SEC Proposal to Amend Rule ATS On January 26 the SEC proposed comprehensive amendments to their SEC Rule ATS, the regulation which governs certain electronic trading platforms. Comments are due on April 18, and BDA has engaged with the law firm of Steptoe & Johnson on our response. The SEC proposal is enormous and would represent the biggest change to Rule ATS since it was adopted in 1998. The proposal would require ATSs which support trading in government securities, currently exempt from the Rule, to register with the SEC and come under regulation. It would also create a new category of registrant, Communication Protocol Systems, to apply to platforms which may support connecting buyers and sellers but not actual trade execution. BDA’s response will focus on several aspects of the proposal related to fixed income. First among these will be that single-dealer trading platforms should be treated in regulation as broker-dealer and not ATS activity.

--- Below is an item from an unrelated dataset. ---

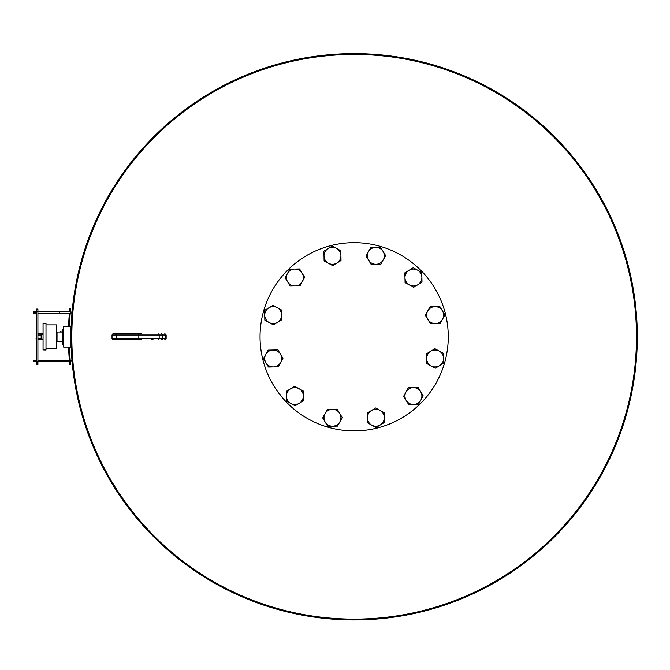 <?xml version="1.0" encoding="UTF-8"?>
<svg xmlns="http://www.w3.org/2000/svg" width="670" height="670" viewBox="0 0 670 670"><rect width="100%" height="100%" fill="white"/><g stroke="black" fill="none" stroke-linecap="round" stroke-linejoin="round"><path stroke-width="1" d="M71.003 338.183L70.995 345.234M70.995 328.317L71.003 335.93M354.154 54.438L354.154 53.617A283.159 283.159 0 0 0 108.925 478.338A283.159 283.159 0 0 0 599.365 478.388A283.159 283.159 0 0 0 354.204 53.617L354.204 54.438M636.5 336.776A282.346 282.346 0 0 1 354.154 619.122A282.346 282.346 0 0 1 71.816 336.776A282.346 282.346 0 0 1 354.154 54.438A282.346 282.346 0 0 1 636.5 336.776M70.995 347.068L70.995 326.483L63.65 326.483L63.65 347.068L70.995 347.068M41.155 339.162L41.155 334.364L43.056 334.364M43.056 349.874L43.056 323.543L45.995 323.543L45.995 350.008L43.056 349.874M45.995 348.685L56.297 348.685L56.297 324.866L45.995 324.866M56.297 333.183L57.025 333.183M56.297 340.377L57.025 340.377M56.297 339.464L57.025 339.464M60.451 341.541L62.913 341.876M60.166 331.684L60.953 331.684L60.166 332.01M60.451 332.01L62.913 331.684M63.65 344.514L62.913 344.514L62.913 329.045L63.65 329.045M62.913 332.01L57.025 332.01L57.025 341.541L62.913 341.541M354.154 430.894A94.118 94.118 0 0 0 448.272 336.776A94.118 94.118 0 0 0 354.154 242.666A94.118 94.118 0 0 0 260.044 336.776A94.118 94.118 0 0 0 354.154 430.894M332.253 246.049L323.903 251.108L324.004 255.99L324.113 260.873L332.672 265.58L341.022 260.513L340.921 255.63L340.812 250.747L332.253 246.049M328.392 263.226A8.459 8.459 0 0 1 328.074 248.578A8.459 8.459 0 0 1 340.921 255.63A8.459 8.459 0 0 1 328.392 263.226M43.056 333.836L40.937 333.836L43.056 333.836M37.914 333.836L42.704 333.836A1.172 0.787 90 0 0 42.051 334.364M40.937 339.715L37.914 339.715M43.056 339.715L42.704 339.715A1.172 0.787 -90 0 1 42.051 339.188M141.445 333.836L120.977 333.836M113.833 333.836L128.498 333.836M123.875 333.836L117.124 333.836M117.124 339.715L122.995 339.715M122.568 339.715L141.445 339.715M151.763 339.715L152.643 339.715M153.095 339.715L151.412 339.715M128.498 339.715L113.833 339.715M289.825 269.156L285.118 277.715L290.185 286.065L299.951 285.856L304.649 277.296L299.591 268.946L289.825 269.156M295.068 285.964A8.459 8.459 0 0 1 287.472 273.435A8.459 8.459 0 0 1 302.12 273.125A8.459 8.459 0 0 1 295.068 285.964M264.633 310.378L264.843 320.143L273.402 324.849L281.752 319.783L281.542 310.017L272.983 305.319L264.633 310.378M277.581 322.32A8.459 8.459 0 0 1 264.734 315.26A8.459 8.459 0 0 1 277.263 307.672A8.459 8.459 0 0 1 277.581 322.32M263.427 358.676L268.494 367.034L278.251 366.825L282.958 358.266L277.891 349.908L268.126 350.117L263.427 358.676M280.604 362.545A8.459 8.459 0 0 1 265.957 362.855A8.459 8.459 0 0 1 273.008 350.016A8.459 8.459 0 0 1 280.604 362.545M286.534 401.112L295.093 405.811L303.451 400.752L303.242 390.987L294.674 386.28L286.325 391.347L286.534 401.112M303.342 395.87A8.459 8.459 0 0 1 290.814 403.457A8.459 8.459 0 0 1 290.504 388.818A8.459 8.459 0 0 1 303.342 395.87M327.764 426.304L337.529 426.095L342.228 417.536L337.161 409.177L327.404 409.387L322.697 417.946L327.764 426.304M339.698 413.357A8.459 8.459 0 0 1 332.647 426.195A8.459 8.459 0 0 1 325.05 413.666A8.459 8.459 0 0 1 339.698 413.357M376.063 427.51L384.413 422.443L384.312 417.561L384.203 412.678L375.644 407.98L367.294 413.038L367.495 422.803L376.063 427.51M379.923 410.325A8.459 8.459 0 0 1 380.233 424.973A8.459 8.459 0 0 1 367.394 417.921A8.459 8.459 0 0 1 379.923 410.325M418.49 404.404L423.189 395.836L418.13 387.486L408.365 387.696L403.658 396.255L408.725 404.605L418.49 404.404M413.248 387.587A8.459 8.459 0 0 1 420.844 400.116A8.459 8.459 0 0 1 406.196 400.434A8.459 8.459 0 0 1 413.248 387.587M443.682 363.173L443.473 353.408L439.193 351.055L434.914 348.71L426.564 353.768L426.765 363.534L435.332 368.24L443.682 363.173M430.735 351.239A8.459 8.459 0 0 1 443.582 358.291A8.459 8.459 0 0 1 431.053 365.887A8.459 8.459 0 0 1 430.735 351.239M444.888 314.875L439.821 306.525L434.939 306.625L430.056 306.734L425.358 315.294L430.416 323.644L435.299 323.543L440.182 323.434L444.888 314.875M427.711 311.014A8.459 8.459 0 0 1 442.351 310.696A8.459 8.459 0 0 1 435.299 323.543A8.459 8.459 0 0 1 427.711 311.014M421.782 272.447L413.222 267.74L409.043 270.27L404.864 272.807L405.074 282.572L413.633 287.271L421.991 282.212L421.782 272.447M404.973 277.69A8.459 8.459 0 0 1 417.502 270.094A8.459 8.459 0 0 1 417.812 284.742A8.459 8.459 0 0 1 404.973 277.69M380.552 247.255L370.786 247.456L366.088 256.024L371.147 264.374L380.912 264.164L385.618 255.605L380.552 247.255M368.617 260.195A8.459 8.459 0 0 1 375.669 247.356A8.459 8.459 0 0 1 383.265 259.885A8.459 8.459 0 0 1 368.617 260.195M59.236 311.776L59.236 313.25L70.995 313.25L70.995 311.776L35.82 311.776L35.82 313.25L33.5 313.25L33.5 311.776L35.82 311.776L35.761 313.25L36.44 313.25M59.236 313.25L37.914 313.25L37.914 311.776L37.914 361.775L36.44 361.775L36.44 309.071L37.914 309.071L37.914 309.657L36.44 309.657M36.44 363.894L36.44 364.48L37.914 364.48L37.914 363.894L36.44 363.894L36.44 361.775L35.761 361.775L35.761 360.309L36.44 360.309M36.44 311.19L37.914 311.19L37.914 309.657M37.914 311.19L37.914 311.776M37.914 361.775L37.914 360.309L59.236 360.309L59.236 361.775L37.914 361.775L37.914 363.894M70.342 361.775A284.918 284.918 0 0 0 70.61 364.673L69.764 364.756A285.763 285.763 0 0 1 69.487 361.775M69.362 360.309A285.763 285.763 0 0 1 68.583 347.068M68.583 326.483A285.763 285.763 0 0 1 69.362 313.25M69.487 311.776A285.763 285.763 0 0 1 69.764 308.795L70.61 308.878A284.918 284.918 0 0 0 70.342 311.776M70.216 360.309A284.918 284.918 0 0 1 69.429 347.068M69.429 326.483A284.918 284.918 0 0 1 70.216 313.25M35.234 361.775L33.5 361.775L33.5 360.309L35.82 360.309L35.82 361.775L35.234 361.775L35.234 360.309M59.236 360.309L70.995 360.309L70.995 361.775L59.236 361.775M36.44 335.008L36.44 338.543M37.914 338.543L41.155 338.543M41.155 335.008L37.914 335.008M166.143 338.543L166.143 335.008L162.45 335.008L162.45 338.543L166.143 338.543L164.962 339.715M161.436 333.836A1.172 1.022 -90 0 1 162.45 335.008L159.184 335.008L159.184 338.543L162.45 338.543A1.172 1.022 -90 0 1 161.436 339.715M164.728 333.836A1.172 1.022 -90 0 1 165.741 335.008L165.741 338.543A1.172 1.022 90 0 1 164.728 339.715M158.815 333.836L159.184 335.008L112.024 335.008L112.024 338.543L159.184 338.543L158.815 339.715M117.618 333.836A1.172 1.147 90 0 0 116.463 335.008L116.463 338.543A1.172 1.147 -90 0 0 117.618 339.715M138.832 333.836L138.832 339.715M113.305 333.836A1.172 1.147 90 0 0 112.15 335.008M113.305 339.715A1.172 1.147 -90 0 1 112.15 338.543M35.234 313.25L35.234 311.776M34.086 313.25L34.086 311.776M37.914 362.361L36.44 362.361M34.086 361.775L34.086 360.309M41.155 339.188L43.056 339.188M36.063 335.008L36.44 334.146M36.063 338.543L36.44 339.414M113.205 333.836L112.024 335.008L112.024 338.543L113.205 339.715M166.143 335.008L164.962 333.836"/></g></svg>

Corporate Syndicate Rule On November 11, 2021 FINRA issued Regulatory Notice 21-40, a proposed change to FINRA Uniform Practices Rule 11880 to shorten the deadline for syndicate managers to settle syndicate accounts and pay comanagers from 90 days after deal closing to 30. BDA in January filed a comment letter in support of the proposal. We filed a second comment letter in March addressing some unsupported statements made in an opposing letter. The FINRA Board is expected to take up the proposal at its May 2022 meeting. BDA’s comment letters are here and here.
BDA has been pursuing a change in regulation to address a mismatch between the SEC Net Capital Rule and FINRA Rule 11880 which governs the settlement of syndicate accounts on corporate bond and equity issuances. FINRA rules allow syndicate leads managers 90 days after deal closing to close syndicate accounts and pay out funds to co-managers. However, the SEC capital rule specifies that syndicate receivables cannot count towards regulatory capital compliance. So, co-managers funds are locked up for 90 days after deal closing until the syndicate account is closed.
BDA and a group of CEOs of minority-, women-, and veteran-owned firms recently met last year SEC Chair Gary Gensler on the issue, and Chair Gensler indicated his support for reducing the 90-day deadline of the FINRA rule.
SEC Rule 15c2-11 On December 16, 2021 the SEC issued a staff No-Action letter related to SEC Rule 15c2-11. The No-Action letter lays out a plan for SEC enforcement of Rule 15c2-11 with respect to quotations for fixed income securities.
The No-Action letter presents a three-phase approach to enforcing Rule 15c2-11 in the fixed income markets. In Phase 1, which began on January 3, 2022, dealers are required to make a determination that securities fall under the set of products which the SEC has exempted from the Rule. Under Phase 2 in 2023, 144A securities where issuer financial disclosures are not available publicly would no longer be exempt from the requirements of the Rule. Under Phase 3, which would begin in 2024, published quotations for securities exempt from the Rule will need to also display a link to issuer disclosure information on the screen.
SEC Rule 15c2-11 requires dealers to review issuer financial information prior to publishing quotes to “quotation mediums” for over-the-counter securities. 2020 amendments to the Rule specify that the issuer financial information must also be publicly accessible.
In September the SEC issued a staff no-action letter confirming that Rule 15c2-11 does indeed apply to relevant fixed income quotations and specified that they will begin enforcing the Rule with respect to fixed income on January 3, 2022.
BDA has been working with SIFMA on this issue. There is currently a joint BDA-SIFMA working group focused on identifying and addressing key compliance questions associated with applying 15c2-11 to fixed income quotations.
MSRB draft compliance resource for new issue pricing
The MSRB recently requested comment on a draft compliance resource related to dealer and MA duties with respect to new issue pricing. BDA filed a generally supportive comment letter in January.